323. An alternative model of public support is for an official agency to maintain a programme of guarantees where actual funding comes from a private institution, such as a bank. This is the case of AWS’ Guarantees for Mezzanine Investments in Austria, which guarantees maximum 50% of mezzanine investments in SMEs, up to EUR 7.5 million, provided it sustains projects related to the modernisation or capacity expansion of a firm, plans to enhance R&D, or the acquisition of another company located in the country. At European level, the financial instruments of the Competitiveness and Innovation Framework Programme (2007-2013) offered the possibility of mezzanine type financing through one of the windows of its SME Guarantee Facility (the ‘Equity Guarantee Window’), 324. Another way for governments to support the development of mezzanine markets consist in facilitating the participation of new investors, including smaller (i.e. retail) investors. In fact, there is only limited possibility for these to invest in SMEs in any form, including mezzanine. This is the case of specialised collective investment schemes (CIS), which receive the savings of smaller investors and purchase assets that are traded in private markets. Some OECD countries have authorised the creation of special investment vehicles in which retail investors can purchase shares of special CIS that invest in SMEs through instruments such mezzanine finance, venture capital funds and unlisted equities. Indeed, in some countries the authorities have decided to grant preferential tax treatment to these specialised CIS. For example, in France a special investment vehicle, the Fonds Commun de Placement en Innovation (FCPI), has been created to facilitate investment in companies that are certified as innovative under criteria established by OSEO. Investment in FCPIs is tax deductible and capital gains on investment on FCPIs held for a specified period are tax free.



 325. Public suppliers of mezzanine financing include supra-national institutions.
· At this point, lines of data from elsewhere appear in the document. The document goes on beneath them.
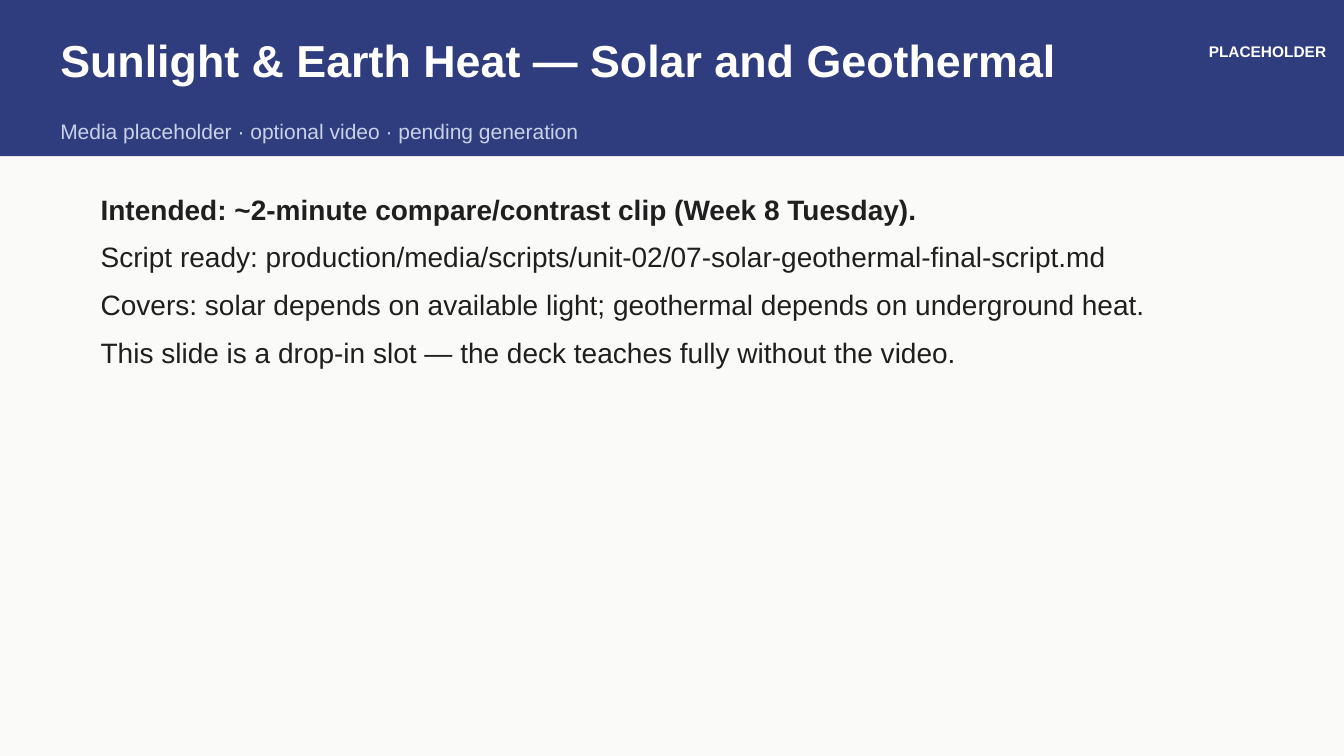
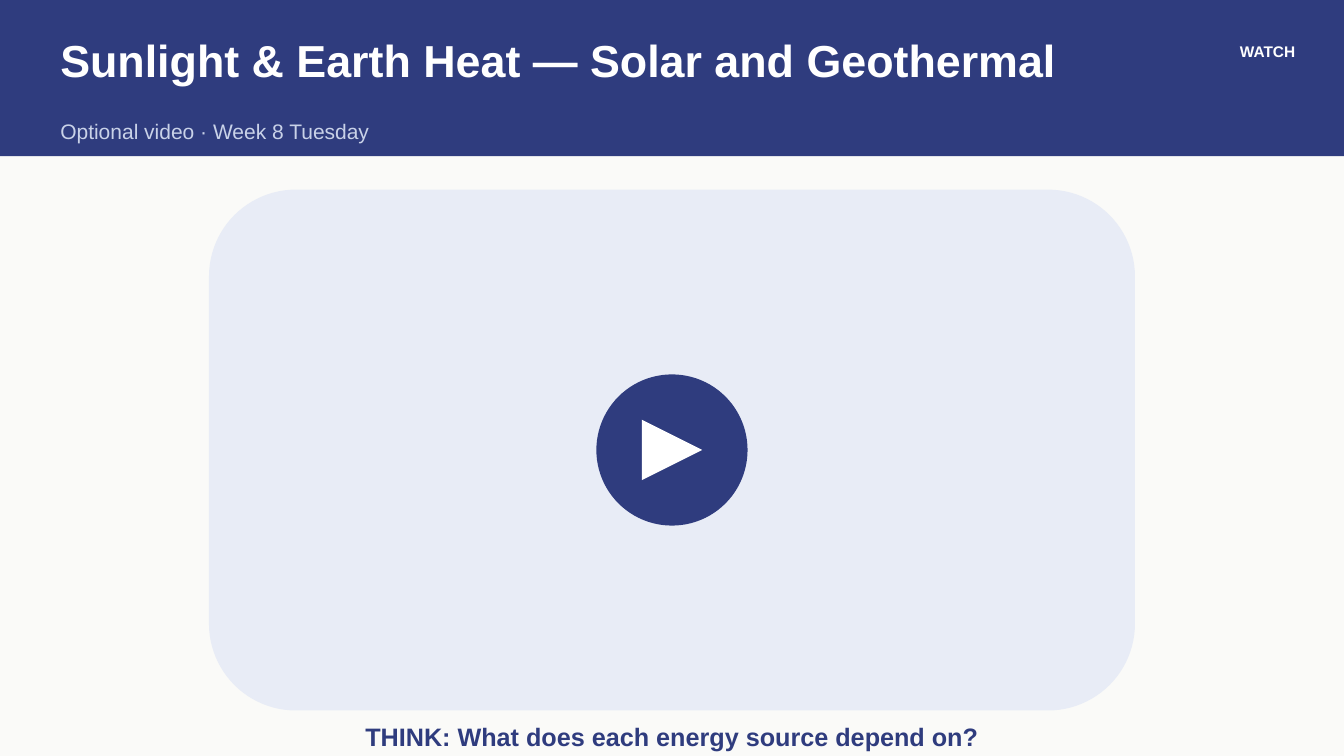
Before and after one commit to owenreagan-cyber/grade-4-energy-transfer-transformation, a slide deck: slide 9 of production/slides/08-u2-ch8-slides.pptx. Drawn at 1344x756 pixels with LibreOffice and Linux fonts; fonts in the diff are those of the drawing. Boxes give left, top, right and bottom in pixels: in the first picture for what was removed or moved away, otherwise in the second. Text is boxed around its words. In the diff, an @@ line names an element or a change of style, - is before the commit and + after.

```diff
--- a/production/slides/08-u2-ch8-slides.pptx
+++ b/production/slides/08-u2-ch8-slides.pptx
@@ text at bbox=[1240, 46, 1295, 57]: text changed @@
-PLACEHOLDER
+WATCH
@@ text at bbox=[60, 124, 369, 143]: text changed @@
-Media placeholder · optional video · pending generation
+Optional video · Week 8 Tuesday
@@ text removed at bbox=[101, 199, 1144, 368] @@
-Intended: ~2-minute compare/contrast clip (Week 8 Tuesday).
-Script ready: production/media/scripts/unit-02/07-solar-geothermal-final-script.md
-Covers: solar depends on available light; geothermal depends on underground heat.
-This slide is a drop-in slot — the deck teaches fully without the video.
@@ rounded rectangle added at bbox=[209, 190, 1135, 711], fill #E8ECF6 @@
@@ ellipse added at bbox=[597, 374, 748, 525], fill #2F3C7E @@
@@ triangle added at bbox=[642, 419, 703, 480], fill #FFFFFF @@
@@ text added at bbox=[365, 727, 978, 752], 18 pt, text #2F3C7E, bold @@
+THINK: What does each energy source depend on?
```
Also in this commit, not shown: 2 other files.

In 2009, the European Investment Fund (EIF) launched a fund with a dedicated mezzanine mandate, the Mezzanine Facility for Growth (MFG). This is a EUR 1 billion fund of funds mandate granted by the EIB to the EIF to be invested in hybrid debt /equity funds throughout Europe, with a view to playing a catalytic role in this market segment. The fund supports entrepreneurs who are endeavouring to keep control of their companies as the company expands or address companies which need complex reorganisation of their capital structures. Mezzanine also caters for later stage technology companies which have reached breakeven but do not yet have access to standard funding (Kraemer-Eis et al., 2013). 326. As a case in point, the European Commission's CIP programme guarantees Boost’PME, the participating loans programme of ISODEV, a French quasi-equity player that set up a securitisation fund to finance micro enterprises. ISODEV managed to attract institutional investors by developing a very selective approach to the risks linked to micro firms. The participating loans of EUR 15,000 to EUR 150,000 are provided as a top-up to bank loans. The guarantee agreement under the CIP is expected to enable ISODEV speed up the deployment of this innovative offer, aimed at improving the financial structure of SMEs and ease their access to credit.